Using the material below, return exactly the lines between the one holding "sweep = math.asin(s_height / radius_sum)" and the one holding "bend_centre_y = pad_face_y", inclusive, and no others.

+++ Data to process +++

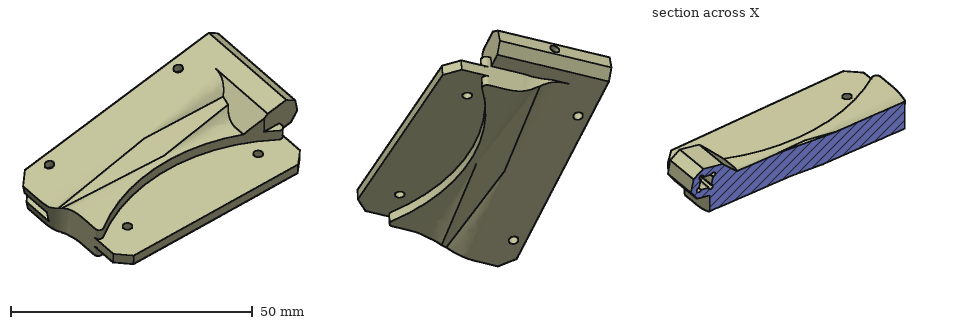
import cadquery as cq
import math

LEAN_ANGLE = 2.5
TWIST_ANGLE = 12.0

THICKNESS = 7.5
HALF_THICKNESS = THICKNESS / 2
HALF_LENGTH = 25.0
WIDTH = 35.0
SOCKET_EDGE_X = -17.35
TAB_EDGE_X = SOCKET_EDGE_X + WIDTH
CORNER_CHAMFER = 3.0
TALL = 40.0

SOCKET_BEND_X = -5.8
TAB_BEND_X = 0.7
BEND_RADIUS = 10.5
SLAB_REACH = 26.0
SLAB_MARGIN = 1.0

TAB_THICKNESS = 2.5
TAB_CENTRE_Z = -0.1
SHOULDER_RADIUS = 41.6
SHOULDER_MIDDLE_X = 2.25
SHOULDER_TIP_RADIUS = 1.0

SLOT_HEIGHT = 3.0
SLOT_FLOOR_X = -7.05
SLOT_END_Y = 22.95
SCREW_DIAMETER = 2.0
SCREW_SPACING = 35.0
SOCKET_SCREW_X = SOCKET_EDGE_X + 2.6
TAB_SCREW_X = TAB_EDGE_X - 7.5

BAR_END_X = SOCKET_EDGE_X + 25.2
BAR_END_Y = HALF_LENGTH + 5.1
BAR_CHAMFER = 2.1
BAR_SLOPE_ANGLE = 45.0 - TWIST_ANGLE
POCKET_Y = 26.45
POCKET_SIDE = 3.1
POCKET_DEPTH = 24.0
RELIEF_DIAMETER = 1.0
SET_SCREW_DIAMETER = 2.0
SET_SCREW_X = (SOCKET_EDGE_X + BAR_END_X) / 2


def twisted(body):
    """Turn a body from the flat attitude into that of the socket half."""
    return body.rotate((0, 0, 0), (1, 0, 0), TWIST_ANGLE)


def surface_points(y, side):
    """Corners of the upper (side = 1) or lower (side = -1) surface profile at one Y, left to right.

    Each bend gives its start, the middle of its arc and its end.
    """
    twist = math.radians(TWIST_ANGLE)
    socket_z = y * math.tan(twist) + side * HALF_THICKNESS / math.cos(twist)
    tab_z = side * HALF_THICKNESS
    slope = math.atan2(tab_z - socket_z, TAB_BEND_X - SOCKET_BEND_X)
    setback = BEND_RADIUS * math.tan(abs(slope) / 2)
    sagitta = BEND_RADIUS * (1 / math.cos(slope / 2) - 1) * math.copysign(1, slope)
    run = setback * math.cos(slope)
    rise = setback * math.sin(slope)
    mid_x = sagitta * math.sin(slope / 2)
    mid_z = sagitta * math.cos(slope / 2)
    return [
        (SOCKET_EDGE_X - SLAB_MARGIN, socket_z),
        (SOCKET_BEND_X - setback, socket_z),
        (SOCKET_BEND_X - mid_x, socket_z + mid_z),
        (SOCKET_BEND_X + run, socket_z + rise),
        (TAB_BEND_X - run, tab_z - rise),
        (TAB_BEND_X + mid_x, tab_z - mid_z),
        (TAB_BEND_X + setback, tab_z),
        (TAB_EDGE_X + SLAB_MARGIN, tab_z),
    ]


def slab_section(y):
    """Closed S-shaped profile of the slab in the plane at y."""
    upper = [cq.Vector(x, y, z) for x, z in surface_points(y, 1)]
    lower = [cq.Vector(x, y, z) for x, z in reversed(surface_points(y, -1))]
    edges = []
    for points in (upper, lower):
        edges.append(cq.Edge.makeLine(points[0], points[1]))
        edges.append(cq.Edge.makeThreePointArc(points[1], points[2], points[3]))
        edges.append(cq.Edge.makeLine(points[3], points[4]))
        edges.append(cq.Edge.makeThreePointArc(points[4], points[5], points[6]))
        edges.append(cq.Edge.makeLine(points[6], points[7]))
    edges.append(cq.Edge.makeLine(upper[-1], lower[0]))
    edges.append(cq.Edge.makeLine(lower[-1], upper[0]))
    return cq.Wire.assembleEdges(edges)


def slab():
    """Twisted slab, longer than the part, ruled from its middle to either end."""
    front, middle, back = (slab_section(y) for y in (-SLAB_REACH, 0, SLAB_REACH))
    front_half = cq.Solid.makeLoft([front, middle], True)
    back_half = cq.Solid.makeLoft([middle, back], True)
    return cq.Workplane(front_half).union(cq.Workplane(back_half))


def tall_block(start_x, end_x):
    """Full-length block between two X positions, much taller than the part."""
    block = cq.Workplane().box(end_x - start_x, 2 * HALF_LENGTH, TALL)
    return block.translate(((start_x + end_x) / 2, 0, 0))


def footprint():
    """Tall walls around the slab: the socket half, the twisting bridge and the tab half."""
    socket = tall_block(SOCKET_EDGE_X, SOCKET_BEND_X)
    socket = socket.edges("|Z and <X and <Y").chamfer(CORNER_CHAMFER)
    tab = tall_block(TAB_BEND_X, TAB_EDGE_X).edges("|Z and >X").chamfer(CORNER_CHAMFER)
    outline = cq.Workplane("YZ").rect(2 * HALF_LENGTH, TALL)
    bridge_start = twisted(outline.translate((SOCKET_BEND_X, 0, 0)))
    bridge_end = outline.translate((TAB_BEND_X, 0, 0))
    sections = [bridge_start.val(), bridge_end.val()]
    bridge = cq.Workplane(cq.Solid.makeLoft(sections, True))
    return twisted(socket).union(bridge).union(tab)


def bar():
    """Bar across the back end: chamfered nose, and a slope that runs down into the tab half."""
    slope_run = THICKNESS / math.tan(math.radians(BAR_SLOPE_ANGLE))
    profile = [
        (SLOT_END_Y, HALF_THICKNESS),
        (BAR_END_Y - BAR_CHAMFER, HALF_THICKNESS),
        (BAR_END_Y, HALF_THICKNESS - BAR_CHAMFER),
        (BAR_END_Y, BAR_CHAMFER - HALF_THICKNESS),
        (BAR_END_Y - BAR_CHAMFER, -HALF_THICKNESS),
        (SLOT_END_Y - slope_run, -HALF_THICKNESS),
    ]
    body = cq.Workplane("YZ").polyline(profile).close().extrude(BAR_END_X - SOCKET_EDGE_X)
    return twisted(body.translate((SOCKET_EDGE_X, 0, 0)))


def shoulder_cuts():
    """Everything beyond the concave shoulder, above and below the tab."""
    axis_x = SHOULDER_MIDDLE_X + SHOULDER_RADIUS
    beyond = cq.Workplane().circle(SHOULDER_RADIUS).extrude(TALL).translate((axis_x, 0, 0))
    block = cq.Workplane().rect(2 * axis_x, 2 * HALF_LENGTH).extrude(TALL)
    tips = block.cut(beyond).edges("|Z and >X").fillet(SHOULDER_TIP_RADIUS)
    cutter = block.cut(tips)
    above = cutter.translate((0, 0, TAB_CENTRE_Z + TAB_THICKNESS / 2))
    below = cutter.translate((0, 0, TAB_CENTRE_Z - TAB_THICKNESS / 2 - TALL))
    return above.union(below)


def socket_slot():
    """Slot open to the left edge and the front end."""
    length = SLOT_END_Y + 2 * HALF_LENGTH
    depth = SLOT_FLOOR_X - SOCKET_EDGE_X
    slot = cq.Workplane().box(2 * depth, length, SLOT_HEIGHT)
    return twisted(slot.translate((SOCKET_EDGE_X, SLOT_END_Y - length / 2, 0)))


def screw_holes(x):
    """Drills for a pair of through holes at x, in the flat attitude."""
    drills = cq.Workplane().pushPoints([(x, -SCREW_SPACING / 2), (x, SCREW_SPACING / 2)])
    return drills.circle(SCREW_DIAMETER / 2).extrude(TALL / 2, both=True)


def nut_pocket():
    """Square pocket along the bar with relieved corners, and the set screw hole that meets it."""
    mouth = cq.Workplane("YZ", origin=(SOCKET_EDGE_X, POCKET_Y, 0))
    square = mouth.rect(POCKET_SIDE, POCKET_SIDE).extrude(POCKET_DEPTH)
    reliefs = mouth.rect(POCKET_SIDE, POCKET_SIDE, forConstruction=True).vertices()
    reliefs = reliefs.circle(RELIEF_DIAMETER / 2).extrude(POCKET_DEPTH)
    drill = cq.Workplane("XZ", origin=(SET_SCREW_X, BAR_END_Y, 0)).circle(SET_SCREW_DIAMETER / 2)
    return twisted(square.union(reliefs).union(drill.extrude(BAR_END_Y - POCKET_Y)))


body = slab().intersect(footprint())
body = body.union(bar())
body = body.cut(shoulder_cuts())
body = body.cut(socket_slot())
body = body.cut(twisted(screw_holes(SOCKET_SCREW_X)))
body = body.cut(screw_holes(TAB_SCREW_X))
body = body.cut(nut_pocket())
result = body.rotate((0, 0, 0), (0, 1, 0), LEAN_ANGLE)
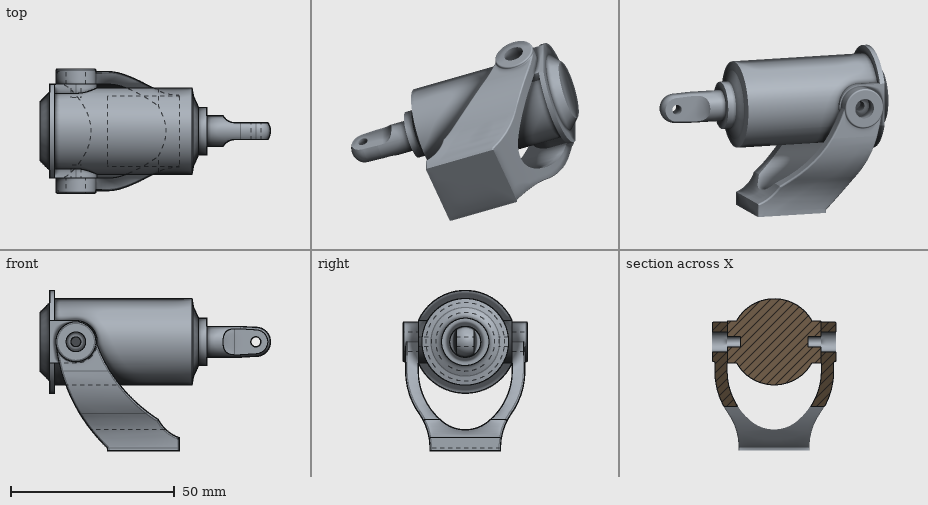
import cadquery as cq
import math


cap_front_x = -11.0
flange_front_x = cap_front_x + 3.0
flange_back_x = flange_front_x + 1.5
barrel_end_x = cap_front_x + 46.5
shoulder_x = barrel_end_x + 0.5
gland_start_x = shoulder_x + 1.5
gland_end_x = gland_start_x + 2.5
cap_front_radius = 9.0
cap_back_radius = 12.0
flange_radius = 15.75
barrel_radius = 13.25
shoulder_radius = 10.5
gland_radius = 7.25

pad_radius = 6.5
pad_face_y = math.sqrt(flange_radius**2 - pad_radius**2)
pin_hole_diameter = 3.0
pin_hole_depth = 4.0

rod_radius = 4.75
eye_radius = 4.5
eye_x = cap_front_x + 66.0
eye_taper_length = 4.75
eye_hole_diameter = 3.0
eye_thickness = 5.25
eye_flat_start_x = eye_x - 6.5
eye_flat_blend_radius = 4.0

boss_radius = 6.1
boss_face_y = 19.0
boss_hole_diameter = 6.0
boss_edge_fillet = 0.45
boss_root_fillet = 0.25
arm_face_y = 18.25
arm_edge_fillet = 0.45

bracket_bottom_z = -33.33
foot_top_z = bracket_bottom_z + 0.9
foot_front_x = 9.6
foot_back_x = 31.6
foot_half_width = 10.8

front_arc_radius = 52.0
bend_start_z = -8.86
back_edge_waist = (12.3, -11.7)
notch_corner = (25.2, -23.75)
notch_radius = 11.3
notch_end_z = -29.3

outer_bend_radius = 22.75
inner_bend_radius = 20.0
throat_radius = 11.0


def make_housing():
    """Barrel, cap, flange and gland turned about X, with the two trunnion pads."""
    profile = [
        (cap_front_x, 0),
        (cap_front_x, cap_front_radius),
        (flange_front_x, cap_back_radius),
        (flange_front_x, flange_radius),
        (flange_back_x, flange_radius),
        (flange_back_x, barrel_radius),
        (barrel_end_x, barrel_radius),
        (shoulder_x, shoulder_radius),
        (gland_start_x, gland_radius),
        (gland_end_x, gland_radius),
        (gland_end_x, 0),
    ]
    body = cq.Workplane("XY").polyline(profile).close().revolve(360, (0, 0), (1, 0))

    pad_width = 2 * pad_face_y
    pad_bar = (
        cq.Workplane("XY")
        .box(-flange_back_x, pad_width, 2 * pad_radius)
        .translate((flange_back_x / 2, 0, 0))
    )
    pad_end = cq.Workplane("XZ").circle(pad_radius).extrude(pad_face_y, both=True)
    body = body.union(pad_bar).union(pad_end)

    length = gland_end_x - cap_front_x
    envelope = (
        cq.Workplane("XY")
        .box(length, pad_width, 2 * flange_radius)
        .translate((cap_front_x + length / 2, 0, 0))
    )
    body = body.intersect(envelope)

    for side in (-1, 1):
        hole = (
            cq.Workplane("XZ", origin=(0, side * pad_face_y, 0))
            .circle(pin_hole_diameter / 2)
            .extrude(side * pin_hole_depth)
        )
        body = body.cut(hole)
    return body


def make_rod():
    """Round rod butting on the gland face, ending in a flattened ball eye."""
    tip_x = eye_x + eye_radius
    diagonal = eye_radius * math.sqrt(0.5)
    rod = (
        cq.Workplane("XY")
        .moveTo(gland_end_x, 0)
        .lineTo(gland_end_x, rod_radius)
        .lineTo(eye_x - eye_taper_length, rod_radius)
        .lineTo(eye_x, eye_radius)
        .threePointArc((eye_x + diagonal, diagonal), (tip_x, 0))
        .close()
        .revolve(360, (0, 0), (1, 0))
    )

    flat_y = eye_thickness / 2
    blend = eye_flat_blend_radius
    blend_offset = blend * math.sqrt(0.5)
    for side in (-1, 1):
        flat = (
            cq.Workplane("XY")
            .moveTo(tip_x, side * flat_y)
            .lineTo(eye_flat_start_x, side * flat_y)
            .threePointArc(
                (eye_flat_start_x - blend_offset, side * (flat_y + blend - blend_offset)),
                (eye_flat_start_x - blend, side * (flat_y + blend)),
            )
            .lineTo(tip_x, side * (flat_y + blend))
            .close()
            .extrude(rod_radius, both=True)
        )
        rod = rod.cut(flat)

    eye_hole = (
        cq.Workplane("XZ", origin=(eye_x, 0, 0))
        .circle(eye_hole_diameter / 2)
        .extrude(eye_thickness, both=True)
    )
    return rod.cut(eye_hole)


def front_arc_tangent_point():
    """Point where the front arc, rising from the foot, meets the boss circle tangentially."""
    centre_to_boss = front_arc_radius - boss_radius
    span = math.hypot(foot_front_x, foot_top_z)
    along = (span**2 + centre_to_boss**2 - front_arc_radius**2) / (2 * span)
    centre_angle = math.atan2(foot_top_z, foot_front_x) + math.acos(along / centre_to_boss)
    return (-boss_radius * math.cos(centre_angle), -boss_radius * math.sin(centre_angle))


def side_outline():
    """Swept-back side shape of both arms and the foot, as a full-width prism."""
    return (
        cq.Workplane("XZ")
        .moveTo(*front_arc_tangent_point())
        .radiusArc((foot_front_x, foot_top_z), -front_arc_radius)
        .lineTo(foot_front_x, bracket_bottom_z)
        .lineTo(foot_back_x, bracket_bottom_z)
        .lineTo(foot_back_x, notch_end_z)
        .radiusArc(notch_corner, notch_radius)
        .spline([back_edge_waist, (boss_radius, 0)], includeCurrent=True)
        .close()
        .extrude(boss_face_y, both=True)
    )


def end_outline():
    """Outer shape of the bracket along X: each side is a convex bend, then a tangent flare
    that ends vertical at the foot."""
    outer_centre_y = arm_face_y - outer_bend_radius
    s_width = arm_face_y - foot_half_width
    s_height = bend_start_z - foot_top_z
    radius_sum = (s_width**2 + s_height**2) / (2 * s_width)
    flare_radius = radius_sum - outer_bend_radius
    sweep = math.asin(s_height / radius_sum)
    inflection = (
        outer_centre_y + outer_bend_radius * math.cos(sweep),
        bend_start_z - outer_bend_radius * math.sin(sweep),
    )
    y_join, z_join = inflection
    return (
        cq.Workplane("YZ")
        .moveTo(arm_face_y, 0)
        .lineTo(arm_face_y, bend_start_z)
        .radiusArc(inflection, outer_bend_radius)
        .radiusArc((foot_half_width, foot_top_z), -flare_radius)
        .lineTo(foot_half_width, bracket_bottom_z)
        .lineTo(-foot_half_width, bracket_bottom_z)
        .lineTo(-foot_half_width, foot_top_z)
        .radiusArc((-y_join, z_join), -flare_radius)
        .radiusArc((-arm_face_y, bend_start_z), outer_bend_radius)
        .lineTo(-arm_face_y, 0)
        .close()
        .extrude(2 * foot_back_x, both=True)
    )


def arm_opening():
    """Space between the arms, with side bends blended into a rounded throat."""
    bend_centre_y = pad_face_y - inner_bend_radius
    centre_distance = inner_bend_radius - throat_radius
    throat_drop = math.sqrt(centre_distance**2 - bend_centre_y**2)
    throat_z = bend_start_z - throat_drop
    blend_y = -bend_centre_y * throat_radius / centre_distance
    blend_z = throat_z - throat_drop * throat_radius / centre_distance
    return (
        cq.Workplane("YZ")
        .moveTo(pad_face_y, boss_radius)
        .lineTo(pad_face_y, bend_start_z)
        .radiusArc((blend_y, blend_z), inner_bend_radius)
        .threePointArc((0, throat_z - throat_radius), (-blend_y, blend_z))
        .radiusArc((-pad_face_y, bend_start_z), inner_bend_radius)
        .lineTo(-pad_face_y, boss_radius)
        .close()
        .extrude(2 * foot_back_x, both=True)
    )


def is_outer_rim(edge):
    """True for the rising edges round the outer faces; the seams and foot edges are level."""
    return edge.BoundingBox().zlen > arm_edge_fillet and edge.Center().z < -boss_radius / 2


def is_boss_root(edge):
    """True for the arc below the axis where a boss stands up from the outer face of its arm."""
    tolerance = 0.01
    box = edge.BoundingBox()
    on_arm_face = box.ylen < tolerance and abs(abs(edge.Center().y) - arm_face_y) < tolerance
    reaches_boss_bottom = abs(box.zmin + boss_radius) < tolerance
    return on_arm_face and reaches_boss_bottom


def make_bracket():
    """Forked bracket whose bosses sit against the trunnion pads."""
    blank = side_outline().intersect(end_outline())
    rims = [edge for edge in blank.edges().vals() if is_outer_rim(edge)]
    bracket = blank.newObject(rims).fillet(arm_edge_fillet)
    bracket = bracket.cut(arm_opening())
    for side in (-1, 1):
        boss = (
            cq.Workplane("XZ", origin=(0, side * pad_face_y, 0))
            .circle(boss_radius)
            .extrude(-side * (boss_face_y - pad_face_y))
            .faces(">Y" if side > 0 else "<Y")
            .edges()
            .fillet(boss_edge_fillet)
        )
        bracket = bracket.union(boss)
    roots = [edge for edge in bracket.edges().vals() if is_boss_root(edge)]
    bracket = bracket.newObject(roots).fillet(boss_root_fillet)
    hole = cq.Workplane("XZ").circle(boss_hole_diameter / 2).extrude(boss_face_y, both=True)
    return bracket.cut(hole)


housing = make_housing()
rod = make_rod()
bracket = make_bracket()

result = cq.Compound.makeCompound([housing.val(), rod.val(), bracket.val()])

+++

• Response to this task
    sweep = math.asin(s_height / radius_sum)
    inflection = (
        outer_centre_y + outer_bend_radius * math.cos(sweep),
        bend_start_z - outer_bend_radius * math.sin(sweep),
    )
    y_join, z_join = inflection
    return (
        cq.Workplane("YZ")
        .moveTo(arm_face_y, 0)
        .lineTo(arm_face_y, bend_start_z)
        .radiusArc(inflection, outer_bend_radius)
        .radiusArc((foot_half_width, foot_top_z), -flare_radius)
        .lineTo(foot_half_width, bracket_bottom_z)
        .lineTo(-foot_half_width, bracket_bottom_z)
        .lineTo(-foot_half_width, foot_top_z)
        .radiusArc((-y_join, z_join), -flare_radius)
        .radiusArc((-arm_face_y, bend_start_z), outer_bend_radius)
        .lineTo(-arm_face_y, 0)
        .close()
        .extrude(2 * foot_back_x, both=True)
    )


def arm_opening():
    """Space between the arms, with side bends blended into a rounded throat."""
    bend_centre_y = pad_face_y - inner_bend_radius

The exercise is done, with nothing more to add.